Existem momentos na caminhada, em que vemos detalhes mundanos sobrepujando o ideal cristão da experiência da caminhada, pois a mistura de interesses comerciais, as praticas de aproveitamento comercial das oportunidades e as dificuldades de quem está literalmente " ilhado" em algumas condições, nos dão um gosto nada legal de digerir, pois nos sentimos coagidos, sem opção e reféns da situação.....rs, poderia dizer alguém, nada diferente do dia a dia e da vida de relação ?
Não gosto de reforçar isso, pois nada compromete a grandeza do caminho, sua existência, sua significação, espiritualidade, mas são detalhes nada construtores de uma boa realidade, e que nos trazem de quando em vez para a dimensão que estamos no mundo mesmo e que a vivencia é verdadeira e sujeita a algumas leis maiores temerárias sempre. A vida como ela é , diria Nelson Rodrigues !
A noite, nos submetemos a escolha existente do menu peregrino, entre galinha e lentilha, regada a uma gelada e cara ($) coca cola, fazendo com que nosso sono chegasse mais rápido e que o novo dia , pudesse nos levar para um universo diferente daquele que estávamos presenciando. Tomara !!!
Uma nota triste, para nós ( eu e a Simone) que dentro das limitações do idioma, estávamos conseguindo colecionar alguns parceiros e fazendo alguns vínculos com amigos da caminhada.

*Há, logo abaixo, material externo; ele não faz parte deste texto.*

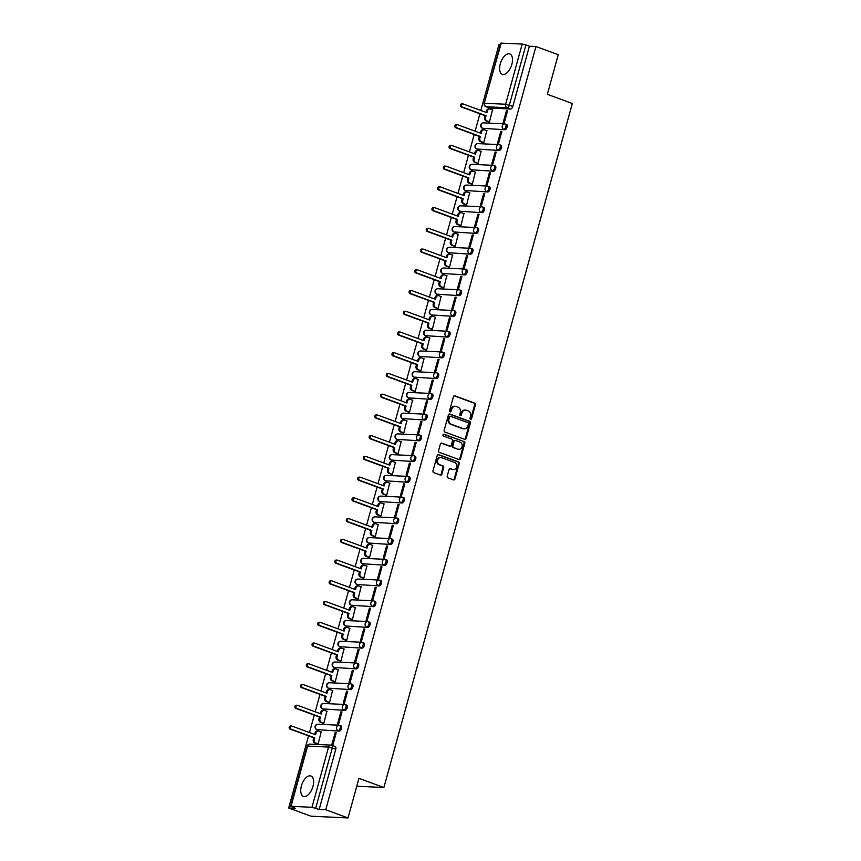 <?xml version="1.0" encoding="UTF-8"?>
<svg xmlns="http://www.w3.org/2000/svg" width="861" height="861" viewBox="0 0 861 861"><rect width="100%" height="100%" fill="white"/><g stroke="black" fill="none" stroke-linecap="round" stroke-linejoin="round"><path stroke-width="1.29" d="M470.558 419.307A0.958 0.807 92.7 0 0 471.58 418.683L475.401 404.821A1.367 1.152 92.7 0 0 474.659 403.109L454.866 395.845A1.367 1.152 92.7 0 0 453.413 396.738L449.593 410.6A0.958 0.807 92.7 0 0 451.132 411.171L451.627 409.373A4.37 3.702 92.7 0 1 455.351 406.295A4.37 3.702 92.7 0 1 456.298 406.489L457.944 407.102A4.37 3.702 92.7 0 1 460.312 412.57L459.817 414.356A0.958 0.807 92.7 0 0 461.356 414.927L461.851 413.129A4.37 3.702 92.7 0 1 465.575 410.051A4.37 3.702 92.7 0 1 466.522 410.245L468.169 410.848A4.37 3.702 92.7 0 1 470.536 416.315L470.041 418.112A0.958 0.807 92.7 0 0 470.558 419.307M470.397 419.232A0.958 0.807 92.7 0 0 470.838 418.64L474.659 404.778A1.367 1.152 92.7 0 0 473.916 403.077L454.21 395.834M449.948 411.719A0.958 0.807 92.7 0 0 450.389 411.138L450.884 409.341L451.627 409.373M460.172 415.476A0.958 0.807 92.7 0 0 460.613 414.894L461.109 413.097L461.851 413.129M511.832 64.424A10.859 5.586 -69.8 0 0 509.798 53.963A10.859 5.586 -69.8 0 0 500.273 63.875A10.859 5.586 -69.8 0 0 502.307 74.337A10.859 5.586 -69.8 0 0 511.832 64.424M312.952 786.459A10.859 5.586 -69.8 0 0 310.918 775.998A10.859 5.586 -69.8 0 0 301.393 785.91A10.859 5.586 -69.8 0 0 303.427 796.382A10.859 5.586 -69.8 0 0 312.952 786.459M447.214 476.144A1.367 1.152 92.7 0 0 447.957 477.855L453.51 479.889A1.367 1.152 92.7 0 0 454.963 478.985L459.204 463.595A1.367 1.152 92.7 0 0 458.472 461.883L438.68 454.619A1.367 1.152 92.7 0 0 437.227 455.523L432.975 470.913A1.367 1.152 92.7 0 0 433.718 472.624L440.423 475.089A1.367 1.152 92.7 0 0 441.887 474.185L443.695 467.598A1.367 1.152 92.7 0 0 442.963 465.887L439.637 464.671A3.659 3.089 92.7 0 1 437.56 460.56A3.659 3.089 92.7 0 1 440.767 457.525A3.659 3.089 92.7 0 1 441.553 457.686L454.586 462.475A3.659 3.089 92.7 0 1 456.664 466.576A3.659 3.089 92.7 0 1 453.446 469.611A3.659 3.089 92.7 0 1 452.66 469.449L450.486 468.653A1.367 1.152 92.7 0 0 449.033 469.557L447.214 476.144M535.962 46.526L558.251 54.706L547.338 94.323L572.317 103.492L383.898 787.514L358.929 778.344L348.016 817.95L325.727 809.76L535.962 46.526L529.407 46.214L525.931 44.933L509.346 105.15A2.787 1.431 110.2 0 1 507.129 107.743L486.164 106.742A2.787 1.431 110.2 0 1 485.938 106.699A2.787 1.431 110.2 0 1 485.55 106.398M464.682 439.314A1.367 1.152 92.7 0 0 466.145 438.41L470.386 423.02A1.367 1.152 92.7 0 0 469.643 421.309L449.862 414.044A1.367 1.152 92.7 0 0 448.398 414.937L444.158 430.339A1.367 1.152 92.7 0 0 444.9 432.05L464.682 439.314M464.8 443.307L460.56 458.698A1.367 1.152 92.7 0 1 459.096 459.602L439.304 452.337A1.367 1.152 92.7 0 1 438.572 450.626L440.38 444.039A1.367 1.152 92.7 0 1 441.844 443.135L449.872 446.084A1.367 1.152 92.7 0 0 451.325 445.18L452.531 440.81A1.367 1.152 92.7 0 0 451.788 439.099L443.437 436.032A0.958 0.807 92.7 0 1 443.942 434.213L464.057 441.596A1.367 1.152 92.7 0 1 464.8 443.307L464.057 443.275L459.817 458.665L460.56 458.698M348.016 817.95L310.972 816.196L288.683 808.005L308.561 735.864M500.338 44.837L498.917 44.772L480.825 110.456M479.911 113.792L475.111 131.184M474.196 134.52L469.406 151.923M468.481 155.26L463.692 172.663M462.777 175.999L457.977 193.391M457.062 196.728L452.273 214.131M451.347 217.467L446.558 234.87M445.632 238.206L440.843 255.599M439.928 258.946L435.128 276.338M434.213 279.674L429.424 297.077M428.498 300.414L423.709 317.817M422.794 321.153L417.994 338.545M417.079 341.882L412.29 359.285M411.364 362.621L406.575 380.024M405.66 383.36L400.86 400.752M399.945 404.089L395.156 421.492M394.23 424.828L389.441 442.231M388.515 445.567L383.726 462.96M382.811 466.296L378.011 483.699M377.096 487.035L372.307 504.438M371.382 507.775L366.592 525.167M365.677 528.503L360.877 545.906M359.963 549.243L355.173 566.646M354.248 569.982L349.458 587.374M348.544 590.721L343.743 608.114M342.829 611.45L338.039 628.853M337.114 632.189L332.324 649.592M331.399 652.929L326.61 670.321M325.695 673.657L320.895 691.06M319.98 694.396L315.191 711.799M314.265 715.136L309.476 732.528M325.727 809.76L319.173 809.458L311.983 807.284L291.018 806.294L295.248 808.318L288.683 808.005M529.407 46.214L512.822 106.42A2.787 1.431 110.2 0 1 510.605 109.013L489.64 108.023L486.164 106.742A2.787 2.357 92.7 0 1 484.657 103.266L505.622 104.256L522.207 44.04L525.931 44.933M501.242 43.05L484.216 103.352L500.801 43.136L522.207 44.04M488.413 121.745L489.5 121.885L492.492 109.907M506.494 110.574L503.201 122.531L504.32 122.585L507.613 110.617L506.494 110.574L507.516 110.94M500.79 131.302L497.497 143.27L498.605 143.324L501.898 131.356L500.79 131.302L501.812 131.679M482.698 142.474L483.785 142.614L486.777 130.646M495.075 152.042L491.782 163.999L492.89 164.053L496.184 152.096L495.075 152.042L496.097 152.419M476.983 163.213L478.07 163.353L481.062 151.375M489.36 172.781L486.067 184.738L487.175 184.792L490.479 172.835L489.36 172.781L490.383 173.158M471.279 183.953L472.366 184.093L475.358 172.114M483.656 193.51L480.352 205.478L481.471 205.531L484.765 193.564L483.656 193.51L484.678 193.886M465.564 204.681L466.651 204.832L469.643 192.853M477.941 214.249L474.648 226.217L475.756 226.26L479.05 214.303L477.941 214.249L478.964 214.626M459.849 225.421L460.936 225.56L463.928 213.582M472.226 234.988L468.933 246.946L470.041 246.999L473.346 235.042L472.226 234.988L473.249 235.365M454.145 246.16L455.232 246.3L458.224 234.321M466.522 255.717L463.218 267.685L464.337 267.739L467.631 255.771L466.522 255.717L467.545 256.094M448.43 266.899L449.517 267.039L452.509 255.06M460.807 276.456L457.514 288.424L458.622 288.478L461.916 276.51L460.807 276.456L461.83 276.833M442.715 287.628L443.802 287.768L446.794 275.789M455.092 297.196L451.799 309.153L452.908 309.207L456.201 297.249L455.092 297.196L456.115 297.572M437.011 308.367L438.098 308.507L441.09 296.528M449.377 317.924L446.084 329.892L447.203 329.946L450.497 317.978L449.377 317.924L450.4 318.301M431.296 329.106L432.383 329.246L435.375 317.268M443.673 338.664L440.38 350.631L441.489 350.685L444.782 338.717L443.673 338.664L444.696 339.04M425.582 349.835L426.669 349.975L429.661 337.996M437.958 359.403L434.665 371.36L435.774 371.414L439.067 359.457L437.958 359.403L438.981 359.78M419.867 370.574L420.954 370.714L423.946 358.736M432.244 380.131L428.95 392.099L430.059 392.153L433.363 380.185L432.244 380.131L433.266 380.508M414.163 391.314L415.25 391.454L418.242 379.475M426.539 400.871L423.246 412.839L424.355 412.893L427.648 400.925L426.539 400.871L427.562 401.248M408.448 412.042L409.535 412.182L412.527 400.214M420.825 421.61L417.531 433.567L418.64 433.621L421.933 421.664L420.825 421.61L421.847 421.987M402.733 432.782L403.82 432.922L406.812 420.943M415.11 442.35L411.816 454.307L412.925 454.36L416.229 442.393L415.11 442.35L416.132 442.715M397.029 453.521L398.116 453.661L401.108 441.682M409.405 463.078L406.101 475.046L407.221 475.1L410.514 463.132L409.405 463.078L410.428 463.455M391.314 474.25L392.401 474.389L395.393 462.422M403.691 483.817L400.397 495.775L401.506 495.828L404.799 483.871L403.691 483.817L404.713 484.194M385.599 494.989L386.686 495.129L389.678 483.15M397.976 504.557L394.682 516.514L395.791 516.568L399.084 504.611L397.976 504.557L398.998 504.933M379.895 515.728L380.982 515.868L383.974 503.889M392.261 525.285L388.968 537.253L390.087 537.307L393.38 525.339L392.261 525.285L393.283 525.662M374.18 536.457L375.267 536.607L378.259 524.629M386.557 546.025L383.263 557.993L384.372 558.036L387.665 546.078L386.557 546.025L387.579 546.401M368.465 557.196L369.552 557.336L372.544 545.357M380.842 566.764L377.548 578.721L378.657 578.775L381.95 566.818L380.842 566.764L381.864 567.141M362.75 577.935L363.837 578.075L366.829 566.097M375.127 587.493L371.834 599.46L372.942 599.514L376.246 587.546L375.127 587.493L376.149 587.869M357.046 598.675L358.133 598.815L361.125 586.836M369.423 608.232L366.129 620.2L367.238 620.243L370.531 608.286L369.423 608.232L370.445 608.609M351.331 619.403L352.418 619.543L355.41 607.565M363.708 628.971L360.415 640.928L361.523 640.982L364.816 629.025L363.708 628.971L364.73 629.348M345.616 640.143L346.703 640.283L349.695 628.304M357.993 649.7L354.7 661.668L355.808 661.722L359.112 649.754L357.993 649.7L359.015 650.077M339.912 660.882L340.999 661.022L343.991 649.043M352.289 670.439L348.985 682.407L350.104 682.461L353.397 670.493L352.289 670.439L353.311 670.816M334.197 681.611L335.284 681.751L338.276 669.772M346.574 691.179L343.281 703.136L344.389 703.189L347.683 691.232L346.574 691.179L347.596 691.555M328.482 702.35L329.569 702.49L332.561 690.511M340.859 711.907L337.566 723.875L338.674 723.929L341.968 711.961L340.859 711.907L341.882 712.284M322.778 723.089L323.865 723.229L326.857 711.251M335.155 732.646L331.851 744.614L332.97 744.668L336.264 732.7L335.155 732.646L336.177 733.023M317.063 743.818L318.15 743.958L321.142 731.99M340.719 725.78A2.787 1.431 -69.8 0 1 340.945 725.823A2.787 1.431 -69.8 0 1 341.408 728.718A2.787 1.431 -69.8 0 1 339.256 731.097L317.052 729.644A2.787 1.431 110.2 0 1 316.826 729.601A2.787 1.431 110.2 0 1 316.439 729.299M346.434 705.041A2.787 1.431 -69.8 0 1 346.66 705.084A2.787 1.431 -69.8 0 1 347.123 707.979A2.787 1.431 -69.8 0 1 344.97 710.357L322.767 708.915A2.787 1.431 110.2 0 1 322.541 708.861A2.787 1.431 110.2 0 1 322.154 708.56M352.149 684.301A2.787 1.431 -69.8 0 1 352.375 684.344A2.787 1.431 -69.8 0 1 352.827 687.25A2.787 1.431 -69.8 0 1 350.675 689.618L328.482 688.176A2.787 1.431 110.2 0 1 328.256 688.133A2.787 1.431 110.2 0 1 327.869 687.821M357.853 663.573A2.787 1.431 -69.8 0 1 358.079 663.616A2.787 1.431 -69.8 0 1 358.542 666.511A2.787 1.431 -69.8 0 1 356.389 668.889L334.197 667.436A2.787 1.431 110.2 0 1 333.96 667.393A2.787 1.431 110.2 0 1 333.584 667.092M363.568 642.833A2.787 1.431 -69.8 0 1 363.794 642.876A2.787 1.431 -69.8 0 1 364.257 645.772A2.787 1.431 -69.8 0 1 362.104 648.15L339.901 646.708A2.787 1.431 110.2 0 1 339.675 646.654A2.787 1.431 110.2 0 1 339.288 646.353M369.283 622.094A2.787 1.431 -69.8 0 1 369.509 622.137A2.787 1.431 -69.8 0 1 369.961 625.032A2.787 1.431 -69.8 0 1 367.819 627.411L345.616 625.969A2.787 1.431 110.2 0 1 345.39 625.925A2.787 1.431 110.2 0 1 345.003 625.613M374.987 601.355A2.787 1.431 -69.8 0 1 375.213 601.408A2.787 1.431 -69.8 0 1 375.676 604.304A2.787 1.431 -69.8 0 1 373.523 606.671L351.331 605.229A2.787 1.431 110.2 0 1 351.105 605.186A2.787 1.431 110.2 0 1 350.718 604.885M380.702 580.626A2.787 1.431 -69.8 0 1 380.928 580.669A2.787 1.431 -69.8 0 1 381.391 583.564A2.787 1.431 -69.8 0 1 379.238 585.943L357.035 584.49A2.787 1.431 110.2 0 1 356.809 584.447A2.787 1.431 110.2 0 1 356.422 584.145M386.417 559.887A2.787 1.431 -69.8 0 1 386.643 559.93A2.787 1.431 -69.8 0 1 387.095 562.825A2.787 1.431 -69.8 0 1 384.953 565.203L362.75 563.761A2.787 1.431 110.2 0 1 362.524 563.718A2.787 1.431 110.2 0 1 362.137 563.406M392.121 539.147A2.787 1.431 -69.8 0 1 392.358 539.201A2.787 1.431 -69.8 0 1 392.81 542.096A2.787 1.431 -69.8 0 1 390.657 544.464L368.465 543.022A2.787 1.431 110.2 0 1 368.239 542.979A2.787 1.431 110.2 0 1 367.851 542.678M397.836 518.419A2.787 1.431 -69.8 0 1 398.062 518.462A2.787 1.431 -69.8 0 1 398.525 521.357A2.787 1.431 -69.8 0 1 396.372 523.736L374.169 522.283A2.787 1.431 110.2 0 1 373.943 522.24A2.787 1.431 110.2 0 1 373.556 521.938M403.551 497.68A2.787 1.431 -69.8 0 1 403.777 497.723A2.787 1.431 -69.8 0 1 404.24 500.618A2.787 1.431 -69.8 0 1 402.087 502.996L379.884 501.554A2.787 1.431 110.2 0 1 379.658 501.511A2.787 1.431 110.2 0 1 379.27 501.199M409.255 476.94A2.787 1.431 -69.8 0 1 409.492 476.994A2.787 1.431 -69.8 0 1 409.944 479.889A2.787 1.431 -69.8 0 1 407.791 482.257L385.599 480.815A2.787 1.431 110.2 0 1 385.373 480.772A2.787 1.431 110.2 0 1 384.985 480.47M414.97 456.212A2.787 1.431 -69.8 0 1 415.196 456.255A2.787 1.431 -69.8 0 1 415.659 459.15A2.787 1.431 -69.8 0 1 413.506 461.528L391.314 460.075A2.787 1.431 110.2 0 1 391.077 460.032A2.787 1.431 110.2 0 1 390.7 459.731M420.685 435.472A2.787 1.431 -69.8 0 1 420.911 435.515A2.787 1.431 -69.8 0 1 421.373 438.41A2.787 1.431 -69.8 0 1 419.221 440.789L397.018 439.347A2.787 1.431 110.2 0 1 396.792 439.293A2.787 1.431 110.2 0 1 396.404 438.992M426.399 414.733A2.787 1.431 -69.8 0 1 426.625 414.776A2.787 1.431 -69.8 0 1 427.078 417.682A2.787 1.431 -69.8 0 1 424.936 420.05L402.733 418.607A2.787 1.431 110.2 0 1 402.507 418.564A2.787 1.431 110.2 0 1 402.119 418.263M432.104 394.004A2.787 1.431 -69.8 0 1 432.33 394.047A2.787 1.431 -69.8 0 1 432.792 396.943A2.787 1.431 -69.8 0 1 430.64 399.321L408.448 397.868A2.787 1.431 110.2 0 1 408.222 397.825A2.787 1.431 110.2 0 1 407.834 397.524M437.818 373.265A2.787 1.431 -69.8 0 1 438.045 373.308A2.787 1.431 -69.8 0 1 438.507 376.203A2.787 1.431 -69.8 0 1 436.355 378.582L414.152 377.14A2.787 1.431 110.2 0 1 413.926 377.086A2.787 1.431 110.2 0 1 413.538 376.784M443.533 352.526A2.787 1.431 -69.8 0 1 443.759 352.569A2.787 1.431 -69.8 0 1 444.211 355.475A2.787 1.431 -69.8 0 1 442.07 357.842L419.867 356.4A2.787 1.431 110.2 0 1 419.641 356.357A2.787 1.431 110.2 0 1 419.253 356.045M449.238 331.797A2.787 1.431 -69.8 0 1 449.474 331.84A2.787 1.431 -69.8 0 1 449.926 334.735A2.787 1.431 -69.8 0 1 447.774 337.114L425.582 335.661A2.787 1.431 110.2 0 1 425.356 335.618A2.787 1.431 110.2 0 1 424.968 335.316M454.952 311.058A2.787 1.431 -69.8 0 1 455.178 311.101A2.787 1.431 -69.8 0 1 455.641 313.996A2.787 1.431 -69.8 0 1 453.489 316.374L431.286 314.932A2.787 1.431 110.2 0 1 431.06 314.878A2.787 1.431 110.2 0 1 430.672 314.577M460.667 290.318A2.787 1.431 -69.8 0 1 460.893 290.361A2.787 1.431 -69.8 0 1 461.356 293.257A2.787 1.431 -69.8 0 1 459.204 295.635L437.001 294.193A2.787 1.431 110.2 0 1 436.775 294.15A2.787 1.431 110.2 0 1 436.387 293.838M466.371 269.579A2.787 1.431 -69.8 0 1 466.608 269.633A2.787 1.431 -69.8 0 1 467.06 272.528A2.787 1.431 -69.8 0 1 464.908 274.896L442.715 273.454A2.787 1.431 110.2 0 1 442.489 273.411A2.787 1.431 110.2 0 1 442.102 273.109M472.086 248.851A2.787 1.431 -69.8 0 1 472.312 248.894A2.787 1.431 -69.8 0 1 472.775 251.789A2.787 1.431 -69.8 0 1 470.623 254.167L448.43 252.725A2.787 1.431 110.2 0 1 448.194 252.671A2.787 1.431 110.2 0 1 447.817 252.37M477.801 228.111A2.787 1.431 -69.8 0 1 478.027 228.154A2.787 1.431 -69.8 0 1 478.49 231.049A2.787 1.431 -69.8 0 1 476.337 233.428L454.134 231.986A2.787 1.431 110.2 0 1 453.908 231.943A2.787 1.431 110.2 0 1 453.521 231.631M483.516 207.372A2.787 1.431 -69.8 0 1 483.742 207.426A2.787 1.431 -69.8 0 1 484.194 210.321A2.787 1.431 -69.8 0 1 482.042 212.689L459.849 211.246A2.787 1.431 110.2 0 1 459.623 211.203A2.787 1.431 110.2 0 1 459.236 210.902M489.22 186.643A2.787 1.431 -69.8 0 1 489.446 186.686A2.787 1.431 -69.8 0 1 489.909 189.581A2.787 1.431 -69.8 0 1 487.756 191.96L465.564 190.507A2.787 1.431 110.2 0 1 465.338 190.464A2.787 1.431 110.2 0 1 464.951 190.163M494.935 165.904A2.787 1.431 -69.8 0 1 495.161 165.947A2.787 1.431 -69.8 0 1 495.624 168.842A2.787 1.431 -69.8 0 1 493.471 171.221L471.268 169.778A2.787 1.431 110.2 0 1 471.042 169.735A2.787 1.431 110.2 0 1 470.655 169.423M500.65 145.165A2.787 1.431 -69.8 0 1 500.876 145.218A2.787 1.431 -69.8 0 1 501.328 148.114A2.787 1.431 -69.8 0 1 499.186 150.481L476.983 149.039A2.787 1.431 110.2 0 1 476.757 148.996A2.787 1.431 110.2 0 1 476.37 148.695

Pois foi com tristeza que vimos algumas pessoas queridas do dia a dia das relações chegando extenuadas no albergue e este já lotado, tendo que obrigatoriamente negar auxílio e guarida a estas pessoas, como foi o caso do nosso amigo francês, (Messie Cristian), que cheio de bolhas, cheio de assaduras nos pés, do calor , da poeira e do cansaço, não teve alternativa de poder continuar, sendo carregado de ambulância, para a próxima parada, onde foi acomodado e teve um tratamento médico adequado as suas necessidades. Mas, era sim muito ruim ver as pessoas desoladas e sem alternativa. Trecho triste, trecho difícil, trecho para esquecer, e etapa complicada. Assim também é o caminho, e isso a gente teve de conhecer de forma chata e de forma quase impossível de poder ajudar e tentar contribuir. Mas nada que não pudéssemos aguentar. A próxima etapa já nos esperava e esta é uma das certezas do caminho. Vencer a cada dia e seguir sempre em frente! Quase nada diferente de nossas vidas.